On paper, this sounds like an appealing prospect. Sadly though, every level in Two Point Campus starts out in the exact same way. Before I can welcome the students for their first year, I need to build dormitories for them to stay in, showers to wash in, and bathrooms to… well, you know. After that, I have to build lecture theatres, libraries, private tuition rooms, medical and pastoral treatment facilities, and break areas for staff and students. They all need building before I can even think about creating the unique learning spaces my legion of lecturers use for practical lessons. It’s frustratingly repetitive as the game asks you to build these rooms and shove a load of stuff in them to tick off a few arbitrary boxes rather than incentivise you to personalise each one. The few times the game gives me prebuilt rooms, I find myself having to sell them off to rebuild them because they don’t make efficient use of the limited space.

Two Point Campus review: a group of wizards and their teacher are standing over a cauldron that is spewing green gas.

Once these first rooms are built, getting to grips with any level’s unique restrictions is where the real meat of Two Point Campus is, and for the most part it’s immensely enjoyable. It takes mere minutes for me to go from laughing at a level’s hilarious concept to swearing at the screen when I learn what its unique gameplay gimmick is. Spiffinmoore – Two Point’s take on Hogwarts – challenges you to withstand waves of wicked wizards, and it takes me an embarrassing amount of time to employ enough assistants with magical elixirs and water pistol-wielding janitors to weed out these sleazy ne’er-do-wells.

I still have a good time with this management game despite the big difficulty spike. The most fun Two Point Campus offers me is during my time as administrator of the sporting academy, Fluffborough, where it’s my job to train elite athletes to become regional champions, in addition to running a state-of-the-art university. But, of course, being a Two Point game, there is a twist here: the sport we specialise in is wholly made up. I cried with laughter during the entire first game of ‘cheeseball’, in which two teams wearing mouse-like helmets take turns yeeting wheels of Edam into massive holes, all while the opposing team attacks each rolling cheese with comically oversized graters.

Two Point Campus review: spectators are watching a game of cheeseball, which has six athletes with mouse helmets and striped jerseys. The goalie for each team has a giant cheese grater.

This absurd sense of humour courses through Two Point Campus’s veins, and while I quickly tire of the repetitive, laboured jokes that crackle out of the tannoy systems, the dad joke onslaught lands more often than it has any right to. The names of each individual lecture are a particular highlight, with my personal favourite being the first countercultural studies lecture – “Come to This Class: A Lesson in Irony”.

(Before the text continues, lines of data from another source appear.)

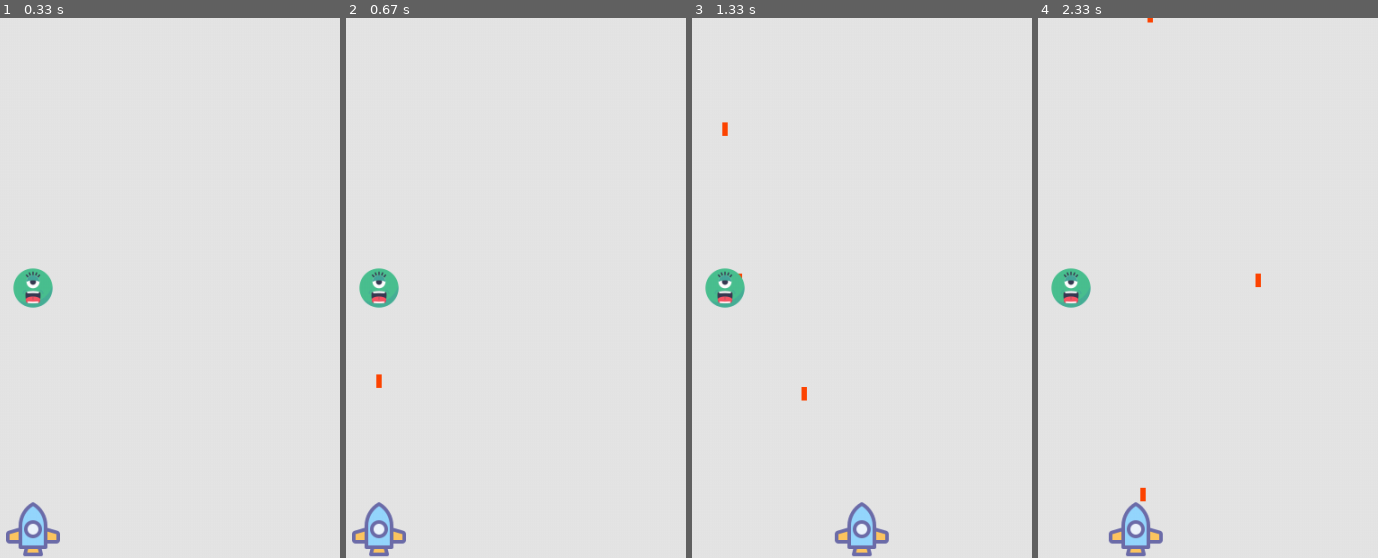
Above: before the commit, frames 1-4 (left to right).
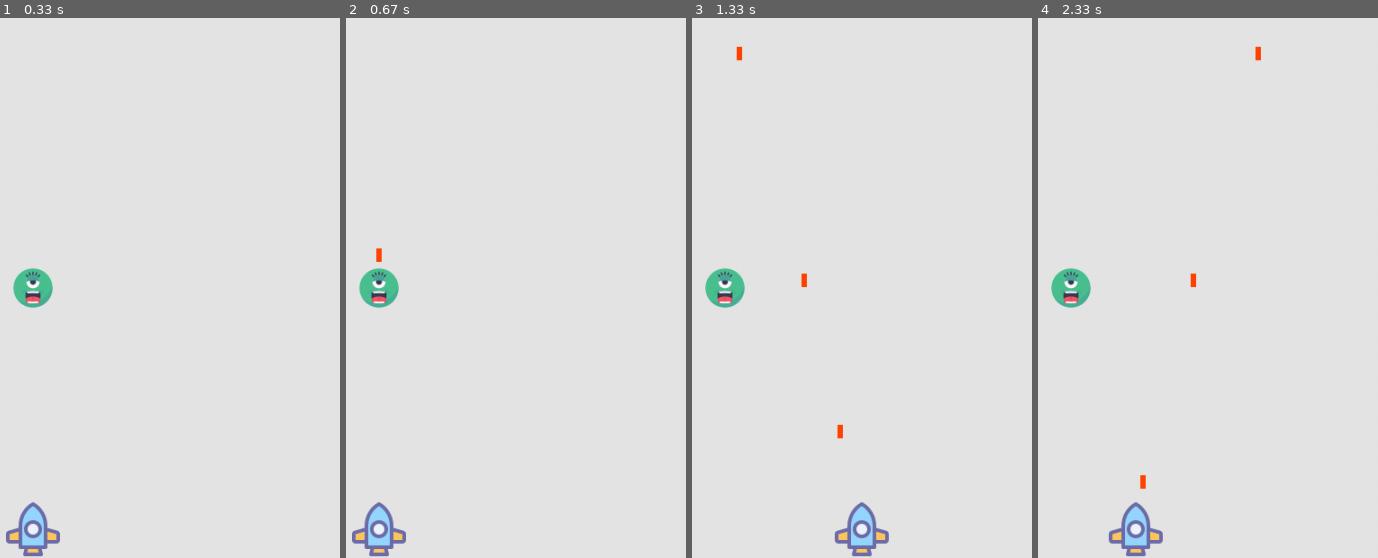
Above: after the commit, the same moments.

Repository: rememberanthonyrivers/Cosmic_Clash_pygame
Game: pygame game, started from alien_invasion.py
Two runs of this game, one before a commit and one after it. Both use one fixed random seed, a clock stepped at 60 frames per second and the inputs below.
Inputs:
- Up to frame 1 (0.33 s): no input
- Up to frame 2 (0.67 s): tap Space at 0.33 s
- Up to frame 3 (1.33 s): hold Right 0.67-1.13 s; tap Space at 0.73, 1.03, 1.23 s; hold Right from 1.17 s (still down)
- Up to frame 4 (2.33 s): tap Space at 1.53, 1.73, 2.03, 2.3 s; release Right at 1.63 s; hold Left 1.67-2.2 s; hold Left from 2.23 s (still down)

Frame 1 is identical in both runs. In frame 2, less than 0.1% of the frame differs, in the area x 8-11%, y 42-69%; in frame 3, 0.2%; in frame 4, 0.3%, in the area x 30-66%, y 0-90%.

Commit message:
code refactoring

Diff:
--- a/alien_invasion.py
+++ b/alien_invasion.py
@@ -32,15 +32,8 @@
         ship.update()
         # redraws the screen during each pass through the loop
         bullets.update()
-
-        # Get rid of bullets that have disappeared.
-        for bullet in bullets.copy():
-            if bullet.rect.bottom <= 0:
-                bullets.remove(bullet)
-        # print(len(bullets)) # prints how many bullets are displayed left on the screen
-
+        gf.update_bullets(bullets)
         gf.update_screen(ai_settings, screen, ship, alien, bullets)
-
 
 
 run_game()
--- a/game_functions.py
+++ b/game_functions.py
@@ -27,13 +27,17 @@
     elif event.key == pygame.K_LEFT:
         ship.moving_left = True
         print("\nLeft Key was pressed\n")
-    elif event.key ==pygame.K_SPACE:
-        # Create a new bullet and add it to the bullets group.
-        if len(bullets) < ai_settings.bullets_allowed:
-            new_bullet = Bullet(ai_settings, screen, ship)
-            # print("\nSpace Key was pressed\n")
-            bullets.add(new_bullet)
+    elif event.key == pygame.K_SPACE:
+        fire_bullet(ai_settings, screen, ship, bullets)
 
+
+def fire_bullet(ai_settings, screen, ship, bullets):
+    """Fire a bullet if limit is not reached yet."""
+    # Create a new bullet and add it to the bullets group.
+    if len(bullets) < ai_settings.bullets_allowed:
+        new_bullet = Bullet(ai_settings, screen, ship)
+        print("\nSpace Key was pressed\n")
+        bullets.add(new_bullet)
 
 
 def check_keyup_events(event, ship):
@@ -46,6 +50,18 @@
             ship.moving_left = False
 
 
+def update_bullets(bullets):
+    """Update position of bullets and get rid of old bullets."""
+    # Update the position of bullets.
+    bullets.update()
+
+    # Get rid of bullets that have disappered
+    for bullet in bullets.copy():
+        if bullet.rect.bottom <= 0:
+            bullets.remove(bullet)
+    # print(len(bullets)) # prints how many bullets are displayed left on the screen
+
+
 def update_screen(ai_settings, screen, ship, alien, bullets):
     """Updates images on the screen and flip to the new screen"""
     screen.fill(ai_settings.bg_color)

The technical issues are less fun. Whenever I can’t place an item or room somewhere, it’s because of a bug in the janitor’s behaviour where they seemingly can’t be bothered to sweep up the mess from a natural disaster or spell, no matter how many times I place them next to the offending mess. Instead, they leave a red marker that stays there for the rest of the level, in one case making it impossible for me to move my library to a more suitable location. It’s worth noting that Two Point Studios acknowledges that there are issues with room placement that they are currently fixing, but it’s so persistent in the review build that it spoils the game considerably – fingers crossed it’s patched out in time for release.

If you enjoyed Two Point Hospital’s sense of humour, or just fancy a lighthearted management game, then there’s a lot to love about Two Point Campus. It doesn’t do anything especially new, and there’s not enough depth to satisfy fans of more po-faced simulation games, but it’s charming and packed with enough quality gags and surprises to make the journey through each campus exciting.